Scheduling for On-Board Federated Learning with Satellite Clusters
Nasrin Razmi, Bho Matthiesen, Armin Dekorsy, Petar Popovski
TL;DR
This work tackles federated learning over satellite constellations with intermittent ground-station connectivity. It introduces a two-tier scheduling framework—Global Update (GU) at the GS and Cluster Update (CU) within each orbit cluster—that exploits both per-satellite visibility and the cumulative orbit-level visibility to time global updates and local training.
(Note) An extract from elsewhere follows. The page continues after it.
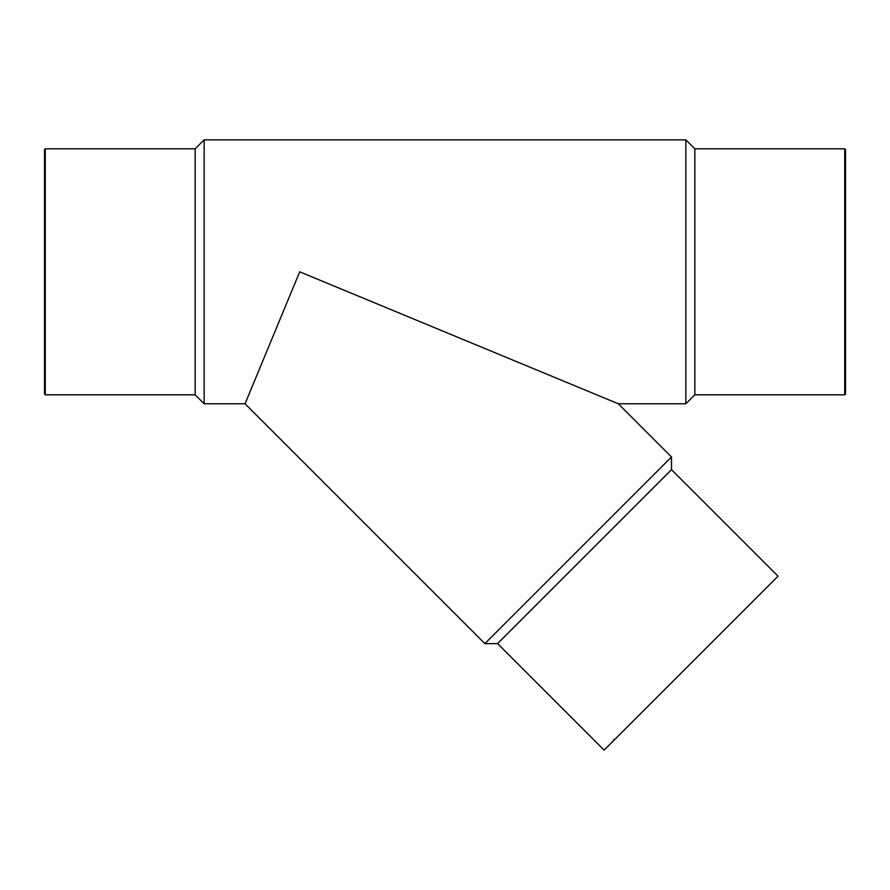 <?xml version="1.0" encoding="UTF-8"?>
<svg xmlns="http://www.w3.org/2000/svg" width="890" height="890" viewBox="0 0 890 890"><rect width="100%" height="100%" fill="white"/><g stroke="black" fill="none" stroke-linecap="round" stroke-linejoin="round"><path stroke-width="1.33" d="M685.856 139.852L685.856 403.782L618.316 403.782L299.707 271.817L245.05 403.782L204.144 403.782L204.144 139.852L685.856 139.852L694.834 148.819L694.834 394.815L685.856 403.782M204.144 403.782L195.166 394.815L195.166 148.819L204.144 139.852M195.166 148.819L45.268 148.819L45.268 394.815L44.5 394.036L44.5 380.976M45.268 148.819L44.5 149.587L44.5 394.036M844.732 148.819L844.732 394.815L845.5 394.036L845.5 149.587L844.732 148.819L694.834 148.819M671.505 469.675L497.566 643.615L604.11 750.148L778.049 576.208L671.505 469.675L671.505 456.982L484.883 643.615L245.05 403.782M671.505 456.982L618.316 403.782M195.166 394.815L45.268 394.815M844.732 394.815L694.834 394.815M497.566 643.615L484.883 643.615M613.889 739.279L613.889 740.369"/></g></svg>

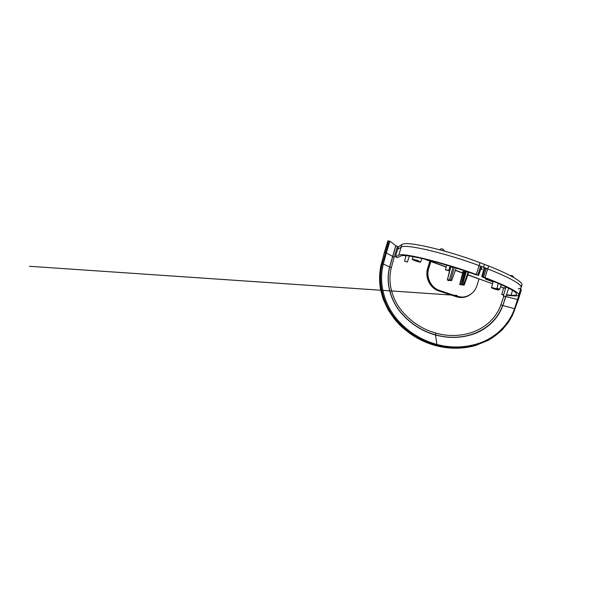 <?xml version="1.0" encoding="UTF-8"?>
<svg xmlns="http://www.w3.org/2000/svg" width="589" height="589" viewBox="0 0 589 589"><rect width="100%" height="100%" fill="white"/><g stroke="black" fill="none" stroke-linecap="round" stroke-linejoin="round"><path stroke-width="0.88" d="M467.865 274.945L478.975 278.972L476.994 285.422C474.565 293.904 465.347 299.16 457.329 296.341L439.033 290.465C430.618 287.837 425.332 277.294 428.269 268.4L427.688 268.26L429.815 261.354L430.397 261.516L428.269 268.4L428.733 268.37L430.839 261.523L446.064 267.045M449.488 268.282L450.313 268.584M455.312 270.395L462.667 273.06M430.839 261.523L430.397 261.516M439.49 290.429C431.074 287.8 425.795 277.257 428.733 268.37M503.816 296.26L500.864 304.866C491.601 330.834 461.15 340.538 435.75 333.035C422.284 329.347 410.739 321.704 401.124 310.101C392.105 298.498 387.466 282.602 391.324 267.723L394.129 257.26L386.318 252.931L389.94 241.196L388.041 241.048M500.864 304.866L502.616 305.441C492.89 332.549 461.526 342.423 435.514 334.81C421.709 331.07 409.826 323.228 399.879 311.279C390.544 299.322 385.648 282.749 389.69 267.148L395.86 245.768L398.37 246.857L401.941 244.472C406.94 240.445 450.084 251.26 479.998 262.657L479.093 265.61L487.236 268.694L484.239 268.326L484.946 268.761L482.538 276.808M424.566 259.123L431.236 261.671M395.86 245.768L389.94 241.196M395.756 245.687L389.572 267.097C385.397 283.331 390.809 300.154 400.248 311.956C410.246 323.678 422.011 331.357 435.536 334.986L436.891 344.447L436.486 345.191C452.786 349.351 468.395 348.401 483.297 342.356C497.734 336.135 509.61 324.186 514.97 308.908L514.926 309.026M505.598 296.746L502.837 305.5C497.999 319.164 487.051 328.927 474.69 333.654C461.99 338.167 448.943 338.616 435.536 334.986L435.75 333.035M521.14 289.869L520.558 289.405M391.324 267.723L383.336 264.056L386.318 252.931L384.33 252.519L381.517 263.636M388.939 240.923L382.327 263.806L383.336 264.056C378.182 284.185 385.029 304.557 396.169 318.274C407.426 331.96 422.041 340.42 436.891 344.447C452.087 348.423 466.959 347.738 481.5 342.408C495.71 336.82 508.697 325.224 514.543 308.688L514.97 308.908L518.084 299.808M518.291 299.794L512.202 315.932L508.307 322.477L502.41 329.641C497.926 333.911 493.103 337.526 487.935 340.486L475.146 345.633C462.034 349.078 448.987 349.1 436.015 345.691C422.401 342.157 410.15 335.082 399.254 324.451L394.924 319.636L388.453 310.366L383.13 299.013L380.634 290.038C379.066 281.211 379.279 272.273 381.348 263.644L382.327 263.806C377.497 282.374 382.872 302.459 393.975 317.029C405.261 331.622 420.583 340.891 436.486 345.191L436.015 345.691L435.757 345.316C419.839 341.024 404.503 331.754 393.187 317.147C382.047 302.555 376.629 282.396 381.488 263.747L384.322 252.526M520.779 289.449L514.543 308.688L502.837 305.5L505.848 296.709M521.199 289.685L518.136 299.661L506.069 296.554M447.412 279.952L448.833 280.673L449.429 280.335M456.144 268.061L451.704 280.526L447.544 280.136L450.688 280.173L454.288 267.472M450.673 267.399L450.504 266.942L451.925 266.743M431.295 261.509L446.116 266.869M467.924 274.776L477.701 278.376M477.686 278.391L492.559 283.788M500.768 286.762L503.588 288.073L501.754 294.412L503.47 294.979M493.265 281.336L485.52 279.068L493.103 281.917M480.514 269.453L482.214 269.144L480.933 268.172M395.425 256.863L398.797 255.17C403.274 252.247 446.006 263.408 476.31 274.467L478.57 275.402L475.441 274.562C456.961 267.951 434.468 261.17 418.58 257.761L410.224 256.186C405.284 255.449 402.199 255.368 400.969 255.943L397.465 257.584L395.425 256.863L398.37 246.857M397.597 249.346L401.124 247.137L401.941 244.472M520.786 286.048L521.979 284.914C522.664 281.733 509.316 274.172 488.649 265.978L479.998 262.657M487.236 268.694L487.758 268.893L488.649 265.978M476.31 274.467L479.093 265.61C449.142 254.315 406.035 243.382 401.124 247.137L398.797 255.17M480.359 266.95L481.316 266.994L479.645 265.808M518.276 288.824C520.065 288.639 521.044 288.168 521.213 287.403L521.213 287.403C521.847 284.384 508.447 276.999 487.758 268.893L484.99 277.647C505.737 285.466 519.262 292.335 518.784 294.839C518.556 295.796 516.531 296.105 512.717 295.781L506.474 295.236M503.595 294.566L501.754 294.412M484.99 277.647L481.809 276.756L483.827 277.633C501.165 284.163 513.394 290.009 516.119 293.042L516.627 294.5C516.163 295.236 514.307 295.464 511.068 295.192L506.599 294.817M445.63 269.858L447.574 270.079L448.317 270.704M447.426 270.314L445.439 269.895L447.426 270.314M497.138 288.367L499.605 289.089M499.03 288.853L496.917 288.396L499.03 288.853M465.384 271.404L462.299 284.34L463.396 284.914L459.943 284.524L463.97 285.128L462.689 284.354L464.279 284.988L463.543 284.885L468.093 272.324L468.689 272.648L464.235 284.936M463.587 271.507L464.544 272.214L461.069 284.84L459.935 284.524L463.661 271.89L462.667 271.581L465.457 272.14M462.954 271.949L459.751 284.281M463.97 285.128L468.66 272.597M466.304 271.389L462.689 284.354L462.299 284.34M462.623 284.642L460.178 284.531M464.471 271.831L468.255 272.052M491.867 287.587L497.035 288.875L498.559 289.979C496.88 289.928 491.182 288.087 491.44 287.675L491.867 287.587M494.385 288.743L497.035 289.309L494.385 288.743M494.193 288.293L496.372 288.934M503.654 296.017L505.561 296.576M505.193 296.436L503.352 296.024L505.193 296.436M412.388 259.175L417.41 260.353L420.524 262.083C419.589 262.451 411.947 259.823 412.3 259.248L412.388 259.175M416.033 260.765L418.455 261.288L414.531 259.94L416.033 260.765M415.216 260.007L417.844 260.875M404.79 261.192L407.117 261.965M406.189 261.575L404.547 261.207L406.189 261.575M451.248 280.651L449.554 280.106M450.261 280.335L451.167 280.651M439.608 290.473L456.806 296.348L461.909 297.092M461.997 297.092L456.806 296.348L439.033 290.465L438.886 290.959L456.512 296.782L457.329 296.341M427.688 268.26C424.647 277.448 430.169 288.33 438.886 290.959M456.512 296.782C462.122 298.417 467.187 297.327 471.693 293.499M397.442 246.519L394.129 257.26M384.507 252.497L387.974 241.262M468.196 346.781C457.719 348.629 447.095 348.187 436.316 345.463M448.774 280.342L449.355 280.548M450.563 280.364L451.704 280.526M453.044 267.089L449.429 279.849L447.419 279.878L450.688 267.318L452.853 267.031M450.504 266.942L447.368 279.908M449.547 268.113L450.364 268.407M455.378 270.226L462.711 272.884M503.44 287.734L505.664 287.822M485.41 267.988C483.952 267.678 483.65 267.774 484.497 268.26M478.57 275.402L481.662 266.788L481.132 266.802C481.802 266.883 481.942 266.788 481.566 266.522M465.273 271.36L466.032 271.301M505.561 288.161L503.588 288.073M484.408 264.321L483.503 267.251M480.499 266.515L477.834 275.004M511.068 295.192L512.474 290.333M483.562 277.11L486.219 268.687M510.398 275.718L511.731 275.527C512.518 275.77 513.012 276.344 513.21 277.242M439.799 249.802C440.344 249.073 441.058 248.757 441.949 248.86C443.053 249.088 443.745 249.788 444.018 250.951M487.022 279.179L486.831 279.782M491.02 281.314L491.241 280.592M481.795 269.335L481.876 268.709M462.74 284.605L463.543 284.885M448.133 280.349L450.232 280.327M384.33 252.512L387.937 240.82M521.346 289.825L518.291 299.779M457.093 295.45L29.45 266.287L457.035 295.428M481.809 276.756L484.077 267.966L484.511 268.26M521.979 284.914L518.784 294.839M513.542 277.434C513.358 276.41 512.754 275.777 511.731 275.527M510.148 275.586L510.744 275.564M444.135 250.988C443.885 249.78 443.149 249.066 441.949 248.86M439.453 249.707L440.042 249.508M446.646 265.138L445.439 269.895M448.45 270.844L450.136 266.191M498.22 283.39L496.917 288.396M499.774 289.228L501.386 284.767M463.388 284.907L461.069 284.84M499.03 289.891L499.251 289.221M491.44 287.675L493.273 281.321M505.958 286.88L503.352 296.024M505.804 296.731L508.631 288.212M420.634 262.002L421.79 258.475M412.3 259.248L413.044 256.657M406.012 255.67L404.547 261.207M407.308 262.12L409.407 256.068"/></g></svg>

GU selects the earliest feasible update times $t_n$ using per-cluster demand and finish times, while CU adapts the number of local epochs $I_{n,p}$ according to the available time in each time slot, coordinating parameter exchange via intra-orbit ISL. Experiments on a Walker Delta constellation with CIFAR-10 show the scheduler improves test accuracy and reduces wall-clock time compared to non-scheduled baselines, highlighting the practical impact for robust on-board FL in space missions.
Abstract
Mega-constellations of small satellites have evolved into a source of massive amount of valuable data. To manage this data efficiently, on-board federated learning (FL) enables satellites to train a machine learning (ML) model collaboratively without having to share the raw data. This paper introduces a scheme for scheduling on-board FL for constellations connected with intra-orbit inter-satellite links. The proposed scheme utilizes the predictable visibility pattern between satellites and ground station (GS), both at the individual satellite level and cumulatively within the entire orbit, to mitigate intermittent connectivity and best use of available time. To this end, two distinct schedulers are employed: one for coordinating the FL procedures among orbits, and the other for controlling those within each orbit. These two schedulers cooperatively determine the appropriate time to perform global updates in GS and then allocate suitable duration to satellites within each orbit for local training, proportional to usable time until next global update. This scheme leads to improved test accuracy within a shorter time.